Content-Transfer-Encoding: 7bit
Errors-To: kvmarm-bounces@lists.cs.columbia.edu
Sender: kvmarm-bounces@lists.cs.columbia.edu

On Mon, Apr 11, 2022, David Matlack wrote:
> On Mon, Apr 11, 2022 at 1:12 PM Sean Christopherson <seanjc@google.com> wrote:
> >
> > On Mon, Apr 11, 2022, David Matlack wrote:
> > > On Mon, Apr 11, 2022 at 10:12 AM Sean Christopherson <seanjc@google.com> wrote:
> > > > Circling back to eager page splitting, this series could be reworked to take the
> > > > first step of forking FNAME(page_fault), FNAME(fetch) and kvm_mmu_get_page() in
> > > > order to provide the necessary path for reworking nested MMU page faults.  Then it
> > > > can remove unsync and shrinker support for nested MMUs.  With those gone,
> > > > dissecting the nested MMU variant of kvm_mmu_get_page() should be simpler/cleaner
> > > > than dealing with the existing kvm_mmu_get_page(), i.e. should eliminate at least
> > > > some of the complexity/churn.
> > >
> > > These sound like useful improvements but I am not really seeing the
> > > value of sequencing them before this series:
> > >
> > >  - IMO the "churn" in patches 1-14 are a net improvement to the
> > > existing code. They improve readability by decomposing the shadow page
> > > creation path into smaller functions with better names, reduce the
> > > amount of redundant calculations, and reduce the dependence on struct
> > > kvm_vcpu where it is not needed. Even if eager page splitting is
> > > completely dropped I think they would be useful to merge.
> >
> > I definitely like some of patches 1-14, probably most after a few read throughs.
> > But there are key parts that I do not like that are motivated almost entirely by
> > the desire to support page splitting.  Specifically, I don't like splitting the
> > logic of finding a page, and I don't like having a separate alloc vs. initializer
> > (though I'm guessing this will be needed somewhere to split huge pages for nested
> > MMUs).
> >
> > E.g. I'd prefer the "get" flow look like the below (completely untested, for
> > discussion purposes only).  There's still churn, but the core loop is almost
> > entirely unchanged.
> >
> > And it's not just this series, I don't want future improvements nested TDP to have
> > to deal with the legacy baggage.
> 
> One thing that would be helpful is if you can explain in a bit more
> specifically what you'd like to see. Part of the reason why I prefer
> to sequence your proposal after eager page splitting is that I do not
> fully understand what you're proposing, and how complex it would be.
> e.g. Forking FNAME(fetch), FNAME(page_fault), and kvm_mmu_get_page()
> for nested MMUs does not sound like less churn.
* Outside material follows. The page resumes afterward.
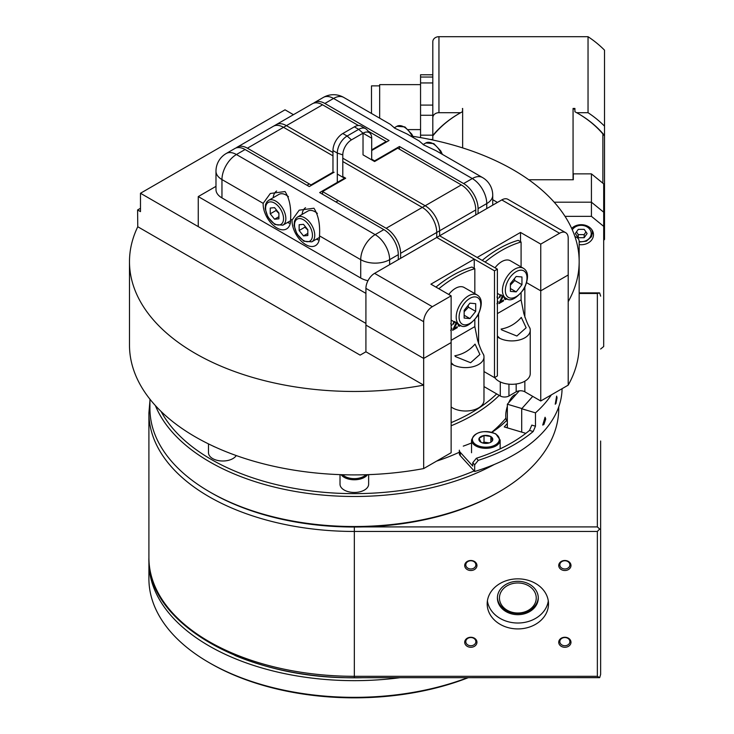 <?xml version="1.0" encoding="UTF-8"?>
<svg xmlns="http://www.w3.org/2000/svg" width="734" height="734" viewBox="0 0 734 734"><rect width="100%" height="100%" fill="white"/><g stroke="black" fill="none" stroke-linecap="round" stroke-linejoin="round"><path stroke-width="1.1" d="M483.981 371.56L494.496 377.625L494.496 270.818L436.739 237.467L439.629 235.797L497.386 269.149L494.496 270.818M494.496 377.625L497.386 375.955L497.386 269.149M129.487 261.653L129.487 345.099A224.843 129.808 -0 0 0 423.674 468.576L451.135 452.722L451.135 342.576L423.674 358.431L365.917 325.089L365.917 351.788L360.137 355.128L137.772 226.742A224.843 129.808 -0 0 0 129.487 261.653A224.843 129.808 -0 0 0 423.674 385.139L365.917 351.788L365.917 323.419L140.478 193.262L140.478 211.621L137.588 209.952L140.478 208.282M500.276 381.937L500.276 395.984A6.129 3.542 -0 0 0 508.946 395.984L516.176 391.809A6.129 3.542 180 0 1 524.847 391.809L540.747 400.993L568.208 385.139A224.843 129.808 -0 0 0 579.163 345.099L579.163 261.653A224.843 129.808 -0 0 0 412.921 136.331M500.276 395.984L483.981 386.579M540.747 400.993L540.747 290.838L526.746 282.764L540.747 290.838L540.747 244.11L520.507 232.43L477.146 257.46L439.629 235.797L501.781 199.923L559.537 233.265A12.267 7.083 -60 0 1 565.666 232.66A12.267 7.083 -60 0 1 568.208 238.275L568.208 274.984L540.747 290.838L568.208 274.984L568.208 301.692A224.843 129.808 -0 0 0 579.163 261.653M568.208 385.139L568.208 301.692M423.674 468.576L423.674 321.712A12.267 7.083 -60 0 1 432.344 306.693L374.588 273.351A12.267 7.083 120 0 0 365.917 288.37L423.674 321.712M565.666 232.66L507.91 199.318A12.267 7.083 120 0 0 501.781 199.923M559.537 233.265L540.747 244.11M520.507 241.679L520.507 232.43M374.588 273.351L436.739 237.467L474.256 259.13L430.904 284.168L451.135 295.848L432.344 306.693M451.135 295.848L451.135 342.576L423.674 358.431L365.917 325.089L365.917 288.37M474.256 268.378L474.256 259.13M475.76 214.943L475.76 209.933A20.442 11.799 -120 0 0 461.31 184.904L425.179 205.759L342.796 158.195L425.179 205.759A20.442 11.799 60 0 1 439.629 230.797A20.442 11.799 -120 0 0 425.179 205.759L422.289 207.428L342.796 161.535L422.289 207.428A20.442 11.799 60 0 1 436.739 232.467L436.739 237.467L436.739 232.467A20.442 11.799 -120 0 0 422.289 207.428L386.157 228.292A20.442 11.799 60 0 1 400.608 253.322L400.608 258.331M386.157 228.292L322.556 191.574L322.556 194.244M310.996 185.564L310.996 184.904L247.404 148.185L283.535 127.321L332.97 155.865L283.535 127.321A20.442 11.799 -120 0 0 273.314 126.312A20.442 11.799 60 0 1 283.535 127.321L286.425 125.652L332.97 152.525L286.425 125.652A20.442 11.799 -120 0 0 276.204 124.642A20.442 11.799 60 0 1 286.425 125.652L322.556 104.797L358.458 125.523M310.996 184.904L332.97 172.215M342.796 176.555L345.686 178.224L322.556 191.574M236.091 147.956A20.442 11.799 60 0 1 237.183 147.176A20.442 11.799 60 0 1 247.404 148.185M198.263 196.584L365.917 293.38L365.917 323.419L198.263 226.623L198.263 196.584L215.98 186.353M215.98 171.215A20.442 11.799 -0 0 0 221.962 179.564A20.442 11.799 -60 0 1 236.421 154.525A20.442 11.799 -120 0 0 226.2 153.516A20.442 20.442 0 0 0 215.98 171.215L215.98 189.574A20.442 11.799 -0 0 0 221.962 197.914L221.962 179.564L263.176 203.355L270.314 193.482L285.04 191.537C289.444 198.391 291.297 207.603 290.6 219.182A19.414 11.212 60 0 1 286.599 228.916A19.414 11.212 60 0 1 271.305 223.365A19.414 11.212 60 0 1 263.176 203.355M292.086 220.044L299.215 210.163L313.95 208.227C318.345 215.08 320.198 224.292 319.501 235.871A19.414 11.212 60 0 1 315.501 245.606A19.414 11.212 60 0 1 300.206 240.046A19.414 11.212 60 0 1 292.086 220.044L290.6 219.182M389.626 264.671L389.626 259.671A20.442 11.799 -120 0 0 375.166 234.632A20.442 11.799 120 0 0 360.715 259.671L360.715 278.021L221.962 197.914M360.715 278.021A20.442 11.799 -0 0 0 367.973 280.727M398.296 259.671L398.296 254.661L389.626 259.671A20.442 11.799 180 0 1 360.715 259.671L319.501 235.871M334.126 172.215L309.262 186.574L245.092 149.516A20.442 11.799 -120 0 0 234.871 148.507L226.2 153.516M398.296 254.661A20.442 11.799 -120 0 0 383.845 229.623L319.666 192.574L344.53 178.224L344.53 178.894M344.53 178.224L337.301 174.05M371.698 159.195L374.588 160.865L399.452 146.516L463.622 183.564A20.442 11.799 60 0 1 478.073 208.603L486.752 203.593A20.442 11.799 -0 0 0 492.734 195.244A20.442 20.442 0 0 0 482.513 177.545A20.442 11.799 120 0 0 472.292 178.555A20.442 11.799 60 0 1 486.752 203.593L486.752 208.603M435.886 150.635L423.674 144.882L419.298 141.056L406.985 133.937M406.975 133.946L394.764 128.193L390.387 124.367L343.76 97.439A20.442 20.442 0 0 0 323.327 97.439A20.442 11.799 60 0 1 333.548 98.448A20.442 11.799 -60 0 1 343.76 97.439M313.565 103.228A20.442 11.799 60 0 1 314.657 102.448A20.442 11.799 60 0 1 324.868 103.457L389.048 140.506L371.698 150.525M478.073 208.603L478.073 213.603M399.452 146.516L399.452 149.185M374.588 160.865L374.588 161.535L363.027 154.856L363.027 133.193L351.467 139.873A12.267 7.083 120 0 0 342.796 154.892L342.796 177.224M374.588 161.535L397.718 148.185L461.31 184.904M371.698 149.855L386.157 141.506L386.157 142.176M368.129 131.102L386.157 141.506M322.556 104.797A20.442 11.799 -120 0 0 312.335 103.778L237.183 147.176M400.608 253.322L439.629 230.797L439.629 235.797L439.629 230.797L475.76 209.933M497.441 202.428L492.734 199.703M137.772 226.742L137.588 209.952M140.478 193.262L285.012 109.816L293.444 114.688M371.698 159.865L371.698 138.203A12.267 7.083 120 0 0 370.211 133.441L366.826 129.643A13.9 8.028 120 0 0 365.642 128.67A13.9 8.028 120 0 0 358.697 129.358L347.127 136.029A13.9 8.028 120 0 0 337.301 153.057L337.301 182.399M365.642 128.67L361.302 126.165A13.9 8.028 120 0 0 354.357 126.854L342.796 133.524A13.9 8.028 120 0 0 332.97 150.553L332.97 172.885M370.211 133.441A12.267 7.083 120 0 0 369.156 132.588A12.267 7.083 120 0 0 363.027 133.193L358.697 129.358L354.357 126.854M319.171 240.082A18.396 10.625 60 0 1 316.418 239.183M302.105 214.401A18.396 10.625 60 0 1 305.546 207.704M290.269 223.393A18.396 10.625 60 0 1 287.508 222.494M273.204 197.712A18.396 10.625 60 0 1 276.645 191.014M297.481 217.071L295.802 218.512L294.444 221.218L294.086 225.448L296.848 233.871L303.821 241.22L311.794 241.853A14.304 8.258 -120 0 0 311.794 225.329A14.304 8.258 -120 0 0 297.481 217.071L307.895 211.062A14.304 8.258 60 0 1 317.363 213.42M307.821 229.742L307.821 235.522L303.481 235.908L299.142 230.513L299.142 224.732L303.481 224.347L307.821 229.742M303.481 235.908L307.821 233.403M305.087 226.347L304.931 227.173L299.142 230.513M304.931 227.173L307.821 230.091M268.58 200.382L266.901 201.822L265.534 204.529L265.185 208.759L267.938 217.181L274.911 224.531L282.884 225.164A14.304 8.258 -120 0 0 282.884 208.639A14.304 8.258 -120 0 0 268.58 200.382L278.984 194.372A14.304 8.258 60 0 1 288.462 196.73M278.911 213.053L278.911 218.833L274.571 219.218L270.24 213.823L270.24 208.043L274.571 207.658L278.911 213.053M274.571 219.218L278.911 216.713M276.186 209.658L276.021 210.484L270.24 213.823M276.021 210.484L278.911 213.401M505.735 298.646L505.304 297.821L505.735 298.646L506.598 298.499M505.01 297.655L505.451 298.481L505.01 297.655M507.176 298.903L505.102 299.61L504.386 298.353L505.194 297.885M506.845 298.775L504.946 299.536M498.946 303.252L503.203 300.793L503.203 300.188M503.139 296.701L500.157 301.94L503.487 300.022L503.487 300.968L498.918 303.601L502.561 295.618M500.157 301.94L502.845 296.536M501.304 294.93L499.083 297.71L500.221 295.013M499.129 297.353L500.001 297.178M501.01 294.765L499.716 297.013M497.386 301.958L498.129 301.527L497.267 303.995M497.845 301.362L496.973 303.83M497.386 298.6L498.129 298.509L497.386 298.94M497.239 297.169L498.129 298.509M496.955 297.004L497.845 298.334M501.102 329.071C509.02 327.648 515.745 323.758 521.296 317.409L526.15 327.759L516.874 336.016L501.717 329.905L501.102 329.071M497.386 335.979L499.836 338.337A18.396 10.625 180 0 1 498.826 337.796A18.396 10.625 180 0 1 497.9 337.218A18.396 10.625 180 0 1 497.386 336.86M521.085 293.105L521.085 299.912L523.819 313.537C529.278 330.126 530.187 326.291 530.232 330.3A18.396 10.625 180 0 1 519.498 339.943A18.396 10.625 180 0 1 499.836 338.337M497.386 336.667L497.9 337.218M494.688 377.515A18.396 10.625 -0 0 0 498.826 381.185A18.396 10.625 -0 0 0 518.874 383.487A18.396 10.625 -0 0 0 530.232 373.679L530.232 330.282A18.396 10.625 180 0 0 529.462 327.236M485.091 262.047A111.522 64.381 -60 0 1 521.085 242.009L521.085 266.937M482.201 260.377A111.522 64.381 120 0 1 518.195 240.339L521.085 242.009M459.493 325.346L459.053 324.529L459.493 325.346L460.356 325.199M458.768 324.364L459.2 325.18L458.768 324.364M460.924 325.612L458.851 326.309L458.135 325.052L458.943 324.593M460.594 325.474L458.695 326.235M452.694 329.961L456.952 327.502L456.952 326.887M456.887 323.4L453.906 328.639L457.236 326.722L457.236 327.667L452.667 330.3L456.309 322.318M453.906 328.639L456.594 323.235M455.052 321.63L452.832 324.41L453.97 321.721M452.878 324.052L453.75 323.887M454.759 321.464L453.465 323.712M451.135 328.667L451.878 328.236L451.015 330.704M451.594 328.07L450.731 330.529M451.135 325.309L451.878 325.208L451.135 325.639M450.988 323.877L451.878 325.208M450.704 323.703L451.594 325.043M454.851 355.77C462.769 354.348 469.503 350.457 475.045 344.118L479.898 354.467L470.622 362.724L455.475 356.605L454.851 355.77M451.135 362.679L453.584 365.037A18.396 10.625 180 0 1 452.575 364.495A18.396 10.625 180 0 1 451.649 363.917A18.396 10.625 180 0 1 451.135 363.559M474.834 319.804L474.834 326.612L477.568 340.237C483.027 356.825 483.935 352.99 483.981 356.999A18.396 10.625 180 0 1 473.246 366.642A18.396 10.625 180 0 1 453.584 365.037M451.135 363.376L451.649 363.917M451.135 406.948A18.396 10.625 -0 0 0 452.575 407.893A18.396 10.625 -0 0 0 472.623 410.196A18.396 10.625 -0 0 0 483.981 400.379L483.981 356.99A18.396 10.625 180 0 0 483.211 353.935M438.84 288.746A111.522 64.381 -60 0 1 474.834 268.708L474.834 293.646M435.95 287.086A111.522 64.381 120 0 1 471.944 267.038L474.834 268.708M497.404 597.99A20.442 16.689 180 0 0 517.846 614.679A20.442 16.689 180 0 0 538.288 597.99A20.442 16.689 180 0 0 517.846 581.3A20.442 16.689 180 0 0 497.404 597.99M548.289 600.935A30.663 25.029 -0 0 1 517.846 623.019A30.663 25.029 -0 0 1 487.404 600.935M487.183 603.889A30.663 25.029 -0 0 1 517.846 578.851A30.663 25.029 -0 0 1 548.509 603.889A30.663 25.029 -0 0 1 517.846 628.919A30.663 25.029 -0 0 1 487.183 603.889M208.493 443.905L208.493 452.74A14.304 8.258 -0 0 0 217.328 460.374A14.304 8.258 -0 0 0 232.917 458.585A14.304 8.258 -0 0 0 236.247 455.566M368.633 474.65L368.633 484.192A14.304 8.258 -0 0 1 354.329 492.459A14.304 8.258 -0 0 1 340.016 484.192L340.016 474.65M148.938 559.904A205.419 118.596 -0 0 0 148.91 562.061A205.419 118.596 -0 0 0 399.911 677.702M234.852 655.416A203.373 117.422 -0 0 0 363.046 677.702M148.91 562.061L148.91 578.75A205.419 118.596 -0 0 0 209.071 662.609A205.419 118.596 -0 0 0 467.567 677.702M209.071 662.609L210.52 663.444A203.373 117.422 -0 0 0 468.209 677.702M600.632 461.934L600.632 445.584M600.632 441.006L600.632 575.392M600.632 521.535L600.632 508.634M558.73 642.268A6.129 5.01 -0 0 1 567.923 637.938A6.129 5.01 -0 0 1 567.923 646.608A6.129 5.01 -0 0 1 558.73 642.268M559.831 641.635A5.028 4.101 -0 0 1 564.859 637.534A5.028 4.101 -0 0 1 569.887 641.635A5.028 4.101 -0 0 1 564.859 645.736A5.028 4.101 -0 0 1 559.831 641.635M464.705 642.268A6.129 5.01 -0 0 1 473.898 637.938A6.129 5.01 -0 0 1 473.898 646.608A6.129 5.01 -0 0 1 464.705 642.268M465.806 641.635A5.028 4.101 -0 0 1 470.833 637.534A5.028 4.101 -0 0 1 475.861 641.635A5.028 4.101 -0 0 1 470.833 645.736A5.028 4.101 -0 0 1 465.806 641.635M558.73 565.501A6.129 5.01 -0 0 1 567.923 561.171A6.129 5.01 -0 0 1 567.923 569.841A6.129 5.01 -0 0 1 558.73 565.501M559.831 564.868A5.028 4.101 -0 0 1 564.859 560.758A5.028 4.101 -0 0 1 569.887 564.868A5.028 4.101 -0 0 1 564.859 568.969A5.028 4.101 -0 0 1 559.831 564.868M464.705 565.501A6.129 5.01 -0 0 1 473.898 561.171A6.129 5.01 -0 0 1 473.898 569.841A6.129 5.01 -0 0 1 464.705 565.501M465.806 564.868A5.028 4.101 -0 0 1 470.833 560.758A5.028 4.101 -0 0 1 475.861 564.868A5.028 4.101 -0 0 1 470.833 568.969A5.028 4.101 -0 0 1 465.806 564.868M451.135 425.766A167.609 96.769 -0 0 0 499.239 395.387M451.135 422.646A165.563 95.585 -0 0 0 496.679 393.91M505.9 418.114A167.609 96.769 180 0 1 491.752 432.207M459.337 452.227A167.609 96.769 180 0 1 436.602 461.117M155.397 405.599A204.401 118.009 -0 0 0 494.367 464.438M161.067 411.435A202.355 116.825 -0 0 0 474.173 470.944M149.929 399.177L149.929 408.517A204.401 118.009 -0 0 0 209.796 491.964A204.401 118.009 -0 0 0 498.863 491.964A204.401 118.009 -0 0 0 558.73 408.517L558.73 406.939M209.796 491.964L211.236 492.798A202.355 116.825 -0 0 0 363.422 526.902L597.357 526.902L597.357 293.481L599.669 292.921L600.632 296.151M498.863 491.964L497.413 492.798A202.355 116.825 180 0 1 363.422 526.902M490.863 436.501L492.496 440.556A6.945 4.009 -0 0 1 490.762 442.226A6.945 4.009 -0 0 1 487.871 443.235L487.422 443.299A6.945 4.009 -0 0 1 481.109 442.327L479.008 438.336L484.018 435.446L490.863 436.501L490.863 442.116M484.018 435.446L484.018 442.116L482.596 442.941M489.174 442.914L484.018 442.116M492.496 440.556L490.459 442.391M490.596 436.464A6.945 4.009 -0 0 0 484.275 435.482M492.624 440.299A6.945 4.009 -0 0 0 490.927 436.657M479.082 438.482A6.945 4.009 -0 0 0 480.779 442.134M483.825 435.556A6.945 4.009 -0 0 0 479.201 438.226M354.329 527.012L354.329 677.702L599.669 677.656L600.632 674.427L600.632 591.751M149.929 400.856L148.91 412.857A205.419 118.596 180 0 0 354.329 531.453L597.357 531.453L599.669 529.012L600.632 529.572L600.632 674.427M597.357 531.453L597.357 676.317L599.669 677.656M599.669 529.012L597.357 526.902M497.423 597.375A20.442 16.689 180 0 0 517.846 613.496A20.442 16.689 180 0 0 538.279 597.375M499.45 597.99A18.396 15.019 180 0 0 527.049 610.991A18.396 15.019 180 0 0 527.049 584.98A18.396 15.019 180 0 0 499.45 597.99M604.513 126.147L604.513 135.469A103.586 84.575 180 0 0 578.465 113.733A103.586 84.575 180 0 0 576.63 112.697L588.035 112.697A110.375 90.126 -0 0 1 604.513 126.147L604.513 50.151A110.375 90.126 180 0 0 588.035 36.7L438.95 36.7A6.129 5.01 180 0 0 432.812 41.71L432.812 117.706A6.129 5.01 -0 0 1 438.95 112.697L460.704 112.697A228.513 131.927 0 0 1 462.402 111.751L462.64 108.448A101.384 82.777 180 0 0 462.402 108.568M574.924 109.458A101.384 82.777 180 0 0 573.061 108.448L574.924 108.448L574.924 111.751A228.513 131.927 -0 0 1 576.63 112.697M603.697 225.485A102.641 83.804 180 0 0 604.513 224.476L604.513 227.779A102.641 83.804 -0 0 1 603.697 228.788M578.19 113.577A102.641 83.804 -0 0 1 604.513 135.909L604.513 224.476M460.704 112.697A103.586 84.575 180 0 0 458.86 113.733A103.586 84.575 180 0 0 432.812 135.469L432.812 139.488L430.335 139.488M432.812 135.469L432.812 117.706M420.554 137.607L420.554 115.266L432.812 115.266L432.812 132.606M432.812 132.799L432.812 135.166L420.554 135.166M588.035 36.7L588.035 112.697M603.697 231.091A103.586 84.575 180 0 0 604.513 230.118L604.513 239.44A110.375 90.126 -0 0 1 603.697 240.257M604.513 230.118L604.513 227.779M432.812 140.01L432.812 135.909A102.641 83.804 -0 0 1 459.135 113.577M462.64 147.901L462.64 108.448M602.88 183.216L602.88 133.937M573.061 179.766L573.061 108.448M600.632 349.026L603.697 346.521L603.697 212.199L591.43 202.189L554.188 202.189L591.43 202.189L603.697 212.199L603.697 183.876L591.43 173.866L591.43 216.347L565.024 216.347M591.43 173.866L573.3 173.866L573.3 179.766L528.783 179.766M420.554 115.266L420.554 74.767L432.812 74.813M379.671 85.869L371.496 85.869L371.496 113.449M420.554 84.639L379.671 84.639L379.671 118.174M599.247 292.875L579.163 292.875L579.163 241.385A6.129 5.01 180 0 0 574.951 236.623M571.667 228.412A12.267 10.01 -0 0 1 585.301 225.265A12.267 10.01 -0 0 1 593.476 234.706A12.267 10.01 -0 0 1 581.209 244.725A12.267 10.01 -0 0 1 579.163 244.578M591.43 216.347L603.697 226.366M578.264 237.697L575.309 233.531L578.264 229.357L584.163 229.357L587.108 233.531L584.163 237.697L578.264 237.697L578.264 234.632L584.163 234.632L585.934 231.871M584.163 234.632L584.163 237.697M576.484 231.871L578.264 234.632M543.912 424.5L542.729 425.069L545.068 417.242L545.738 419.05L543.912 424.5M506.579 420.536A124.679 71.987 180 0 1 491.973 432.271M471.54 442.96A124.679 71.987 180 0 1 463.273 446.125M460.282 452.355A8.175 4.716 180 0 1 459.337 450.162L459.337 453.502A8.175 4.716 -0 0 0 460.282 455.695L460.282 452.355L472.76 466.062L472.76 462.723L474.669 464.815L474.669 471.494L460.282 455.695M507.35 423.463L504.258 426.931L525.838 433.344M562.07 388.681A163.517 94.411 180 0 1 474.669 471.494M507.35 426.793L506.616 427.628M507.35 427.849L507.35 404.214L521.892 408.544L532.746 396.369L521.7 408.746L535.471 412.847A163.517 94.411 -0 0 0 551.344 394.874M535.471 412.847L535.471 426.197L531.82 425.114L529.517 430.418L533.178 431.509L535.471 426.197M533.178 431.509A163.517 94.411 180 0 1 478.265 460.356L476.357 458.264L472.76 462.723M474.669 464.815L478.265 460.356M557.042 397.837L555.959 403.507L555.234 404.214L556.638 396.103L557.042 397.837M476.357 458.264A159.434 92.044 -0 0 0 529.517 430.418M521.7 432.115L521.7 408.746M515.91 394.626A14.304 5.349 106.6 0 0 508.68 402.727M507.35 406.297A14.304 5.349 106.6 0 0 507.35 421.628M507.35 404.214L519.287 390.846M506.148 411.251A6.129 2.294 106.6 0 0 505.864 413.398M495.028 267.791A17.377 10.028 -60 0 1 510.405 260.772L523.415 268.286A17.377 10.028 120 0 0 514.727 269.149A17.377 10.028 120 0 0 503.377 284.453A17.377 10.028 120 0 0 506.038 298.38C510.286 301.968 516.314 298.793 524.122 288.857C528.856 278.324 528.627 271.461 523.415 268.286M510.396 291.361L510.396 283.645L516.176 276.461L521.957 276.975L521.957 284.682L516.176 291.875L510.396 291.361M510.396 285.086L514.727 280.507L521.957 284.682M510.396 288.535L516.176 291.875M514.727 280.507L514.387 278.672M448.777 294.49A17.377 10.028 -60 0 1 464.154 287.48L477.164 294.985A17.377 10.028 120 0 0 468.476 295.848A17.377 10.028 120 0 0 457.126 311.161A17.377 10.028 120 0 0 459.787 325.079C464.044 328.667 470.063 325.492 477.871 315.565C482.614 305.023 482.376 298.169 477.164 294.985M464.145 318.061L464.145 310.354L469.925 303.16L475.705 303.674L475.705 311.381L469.925 318.574L464.145 318.061M464.145 311.785L468.476 307.216L475.705 311.381M464.145 315.235L469.925 318.574M468.476 307.216L468.136 305.381M478.596 343.943L478.596 314.225M508.946 395.984L508.946 384.166M516.176 384.001L516.176 391.809M524.847 391.809L524.847 381.185M524.847 317.235L524.847 287.526M383.845 229.623L375.166 234.632L236.421 154.525L245.092 149.516M324.868 103.457L333.548 98.448L472.292 178.555L463.622 183.564M342.796 154.892L337.301 153.057L332.97 150.553M351.467 139.873L347.127 136.029L342.796 133.524M363.027 133.193L371.698 138.203M303.481 240.477A12.671 7.312 60 0 1 295.719 220.475A12.671 7.312 60 0 1 311.244 229.43A12.671 7.312 60 0 1 303.481 240.477M274.571 223.787A12.671 7.312 60 0 1 266.818 203.786A12.671 7.312 60 0 1 282.333 212.75A12.671 7.312 60 0 1 274.571 223.787M413.471 137.689L411.866 134.258L404.893 126.909L396.92 126.285A14.304 8.258 60 0 1 404.076 126.991A14.304 8.258 60 0 1 412.536 137.139M442.382 154.379L440.776 150.947L433.803 143.598L425.83 142.974A14.304 8.258 60 0 1 432.987 143.68A14.304 8.258 60 0 1 441.437 153.828M521.085 299.912L497.386 313.592M474.834 326.612L451.135 340.301M212.796 445.96A14.304 8.258 -0 0 0 215.025 446.997M342.64 474.733A13.487 7.79 -0 0 0 354.329 478.632A13.487 7.79 -0 0 0 366.018 474.733M341.117 474.687A14.304 8.258 -0 0 0 354.329 479.77A14.304 8.258 -0 0 0 367.541 474.687M495.386 433.886A13.487 7.79 -0 0 0 472.824 437.372A13.487 7.79 -0 0 0 489.339 446.914A13.487 7.79 -0 0 0 495.386 433.886M471.54 440.061A14.304 8.258 -0 0 0 485.853 448.318A14.304 8.258 -0 0 0 500.157 440.061L495.799 433.84C483.183 429.61 475.1 431.684 471.54 440.061L471.54 452.74M597.357 676.317L354.329 676.317A205.419 118.596 180 0 1 148.91 557.721C146.506 623.01 245.165 679.216 354.329 677.702M579.163 293.481L597.357 293.481M438.95 112.697L438.95 36.7M432.812 82.942L420.554 82.942M432.812 77.042L420.554 77.042M432.812 105.09L420.554 105.09M579.163 242.064L586.374 241.174L591.43 236.743L592.448 232.816A11.239 9.175 180 0 0 591.705 229.522M572.291 229.806A10.019 8.175 -0 0 1 576.199 226.448A10.019 8.175 -0 0 1 591.099 232.228A10.019 8.175 -0 0 1 579.163 241.532M516.176 271.653A15.331 8.854 -60 0 1 525.562 285.003A15.331 8.854 -60 0 1 506.79 295.848A15.331 8.854 -60 0 1 516.176 271.653M469.925 298.353A15.331 8.854 -60 0 1 479.311 311.711A15.331 8.854 -60 0 1 460.539 322.547A15.331 8.854 -60 0 1 469.925 298.353M492.734 195.244L492.734 205.144M482.513 177.545L435.886 150.626M323.327 97.439L314.657 102.448M335.915 201.96L338.227 200.621M311.794 241.853L319.51 237.394M307.014 185.271L309.326 183.931M282.884 225.164L290.609 220.705M396.92 126.285L394.204 127.854M425.83 142.974L423.105 144.543M500.157 448.85L500.157 440.061M148.91 412.857L148.91 557.721M432.812 74.767L420.554 74.767M420.554 129.606L408.343 129.606M592.448 232.816L592.448 230.705M506.038 298.38L497.386 293.38M459.787 325.079L451.135 320.079"/></g></svg>

Oh, it's most definitely not less code, and probably more churn.  But, it's churn
that pushes us in a more favorable direction and that is desirable long term.  I
don't mind churning code, but I want the churn to make future life easier, not
harder.  Details below.

> From my perspective, this series is a net improvement to the
> readability and maintainability of existing code, while adding a
> performance improvement (eager page splitting). All of the changes you
> are proposing can still be implemented on top if

They can be implemented on top, but I want to avoid inhireting complexity we
don't actually want/need, unsync support being the most notable.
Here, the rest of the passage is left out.